The Four Sons of Aymon (French: [Les] Quatre fils Aymon, Dutch: De Vier Heemskinderen, German: Die Vier Haimonskinder), sometimes also referred to as Renaud de Montauban (after its main character) is a medieval tale spun around the four sons of Duke Aymon: the knight Renaud de Montauban (also spelled Renaut, Renault, Italian: Rinaldo di Montalbano, Dutch: Reinout van Montalbaen), his brothers Guichard, Allard and Richardet, their magical horse Bayard (Italian: Bayardo), their adventures and revolt against the emperor Charlemagne. The story had a European success and echoes of the story are still found today in certain folklore traditions.

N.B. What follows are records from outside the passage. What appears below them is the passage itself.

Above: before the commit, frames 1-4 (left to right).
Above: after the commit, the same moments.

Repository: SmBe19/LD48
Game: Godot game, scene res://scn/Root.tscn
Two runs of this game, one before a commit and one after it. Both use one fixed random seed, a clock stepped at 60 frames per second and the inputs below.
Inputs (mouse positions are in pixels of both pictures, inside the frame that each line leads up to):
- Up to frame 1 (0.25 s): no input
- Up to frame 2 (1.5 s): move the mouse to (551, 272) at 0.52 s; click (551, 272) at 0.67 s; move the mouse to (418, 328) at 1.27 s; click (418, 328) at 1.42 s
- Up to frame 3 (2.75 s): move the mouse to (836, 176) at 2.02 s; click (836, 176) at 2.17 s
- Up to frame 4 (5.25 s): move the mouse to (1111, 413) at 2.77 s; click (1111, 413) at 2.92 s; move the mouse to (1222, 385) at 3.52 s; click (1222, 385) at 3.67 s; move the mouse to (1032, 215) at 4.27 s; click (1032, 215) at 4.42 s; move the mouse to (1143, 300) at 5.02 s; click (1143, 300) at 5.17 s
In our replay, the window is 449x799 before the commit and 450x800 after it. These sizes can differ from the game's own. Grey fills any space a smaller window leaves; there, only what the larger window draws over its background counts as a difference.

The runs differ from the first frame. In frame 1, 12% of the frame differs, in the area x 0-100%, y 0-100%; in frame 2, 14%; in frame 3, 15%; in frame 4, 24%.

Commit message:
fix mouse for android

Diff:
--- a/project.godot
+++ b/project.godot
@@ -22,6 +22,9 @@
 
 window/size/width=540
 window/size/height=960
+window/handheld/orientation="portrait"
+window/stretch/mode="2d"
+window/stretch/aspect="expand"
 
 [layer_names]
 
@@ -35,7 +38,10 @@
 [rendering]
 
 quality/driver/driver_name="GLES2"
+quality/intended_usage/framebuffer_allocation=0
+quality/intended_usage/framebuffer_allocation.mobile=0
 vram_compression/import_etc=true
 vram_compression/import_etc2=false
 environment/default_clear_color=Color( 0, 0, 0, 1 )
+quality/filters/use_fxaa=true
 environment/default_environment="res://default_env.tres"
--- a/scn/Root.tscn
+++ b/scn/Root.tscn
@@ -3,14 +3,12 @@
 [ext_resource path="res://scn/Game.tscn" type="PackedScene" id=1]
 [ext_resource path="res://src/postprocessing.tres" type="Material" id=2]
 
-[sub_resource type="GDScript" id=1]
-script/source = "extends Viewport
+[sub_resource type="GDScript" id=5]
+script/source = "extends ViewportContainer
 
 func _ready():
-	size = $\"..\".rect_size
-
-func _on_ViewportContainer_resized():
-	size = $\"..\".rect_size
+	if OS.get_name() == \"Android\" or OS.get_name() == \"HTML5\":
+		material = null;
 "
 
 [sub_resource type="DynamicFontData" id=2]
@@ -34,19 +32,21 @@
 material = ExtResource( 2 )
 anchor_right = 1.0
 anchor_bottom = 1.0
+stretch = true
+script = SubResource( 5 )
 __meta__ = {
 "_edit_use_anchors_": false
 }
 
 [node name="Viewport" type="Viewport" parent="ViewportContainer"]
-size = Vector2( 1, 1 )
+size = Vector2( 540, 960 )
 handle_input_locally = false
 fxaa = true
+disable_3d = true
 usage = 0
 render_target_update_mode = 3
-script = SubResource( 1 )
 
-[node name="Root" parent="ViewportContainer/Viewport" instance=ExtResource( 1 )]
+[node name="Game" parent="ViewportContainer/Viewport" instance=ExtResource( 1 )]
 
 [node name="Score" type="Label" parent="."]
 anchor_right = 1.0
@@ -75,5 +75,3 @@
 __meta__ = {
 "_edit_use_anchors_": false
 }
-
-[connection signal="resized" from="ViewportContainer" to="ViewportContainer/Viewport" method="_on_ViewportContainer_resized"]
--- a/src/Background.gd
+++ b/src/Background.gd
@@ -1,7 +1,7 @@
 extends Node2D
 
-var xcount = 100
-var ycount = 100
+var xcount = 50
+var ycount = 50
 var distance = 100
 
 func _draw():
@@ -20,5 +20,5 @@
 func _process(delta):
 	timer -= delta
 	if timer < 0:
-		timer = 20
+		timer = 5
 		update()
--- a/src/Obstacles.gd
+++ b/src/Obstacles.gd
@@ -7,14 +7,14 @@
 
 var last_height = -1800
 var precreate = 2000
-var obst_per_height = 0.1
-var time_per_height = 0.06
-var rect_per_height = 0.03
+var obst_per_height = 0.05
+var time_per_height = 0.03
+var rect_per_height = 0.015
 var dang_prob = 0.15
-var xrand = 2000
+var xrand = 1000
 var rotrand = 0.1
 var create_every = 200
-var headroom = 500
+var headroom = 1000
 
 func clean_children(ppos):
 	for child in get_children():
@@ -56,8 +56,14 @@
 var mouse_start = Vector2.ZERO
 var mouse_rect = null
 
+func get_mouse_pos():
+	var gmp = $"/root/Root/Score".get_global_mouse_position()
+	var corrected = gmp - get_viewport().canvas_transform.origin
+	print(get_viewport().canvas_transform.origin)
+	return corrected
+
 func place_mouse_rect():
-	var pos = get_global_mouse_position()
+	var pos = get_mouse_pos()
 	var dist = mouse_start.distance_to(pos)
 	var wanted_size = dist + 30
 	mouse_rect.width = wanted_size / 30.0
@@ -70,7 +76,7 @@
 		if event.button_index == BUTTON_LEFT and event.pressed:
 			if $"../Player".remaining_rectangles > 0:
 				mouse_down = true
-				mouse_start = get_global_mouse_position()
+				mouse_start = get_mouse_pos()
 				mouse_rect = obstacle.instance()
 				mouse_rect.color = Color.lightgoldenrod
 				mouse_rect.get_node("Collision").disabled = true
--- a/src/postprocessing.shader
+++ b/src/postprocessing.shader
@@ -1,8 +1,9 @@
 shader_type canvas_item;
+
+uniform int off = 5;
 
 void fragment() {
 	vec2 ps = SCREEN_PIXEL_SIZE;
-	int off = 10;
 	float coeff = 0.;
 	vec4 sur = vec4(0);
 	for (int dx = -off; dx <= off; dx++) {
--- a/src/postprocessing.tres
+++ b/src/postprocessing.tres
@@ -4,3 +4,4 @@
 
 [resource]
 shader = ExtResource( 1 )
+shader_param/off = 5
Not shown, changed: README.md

The oldest extant version of the tale is an anonymous Old French chanson de geste, Quatre Fils Aymon, which dates from the late 12th century and comprises 18,489 alexandrine (12 syllable) verses grouped in assonanced and rhymed laisses (the first 12,120 verses use assonance; critics suggest that the rhymed laisses derive from a different poet). It is one of the longest of all the chansons de geste. Other, later versions of the chanson range from 14,300 to 28,000 verses. Of the dozen extant versions of the chanson, all are anonymous except for one, Histoire des quatre fils Aymon, attributed to Huon de Villeneuve, a 13th-century trouvère. The Renaud chansons de geste were transformed into prose romances in the 14th and 15th centuries, and, judging from the number of editions, the prose Quatre Fils Aymon was the most popular romance of chivalry in the late 15th and first half of the 16th century in France.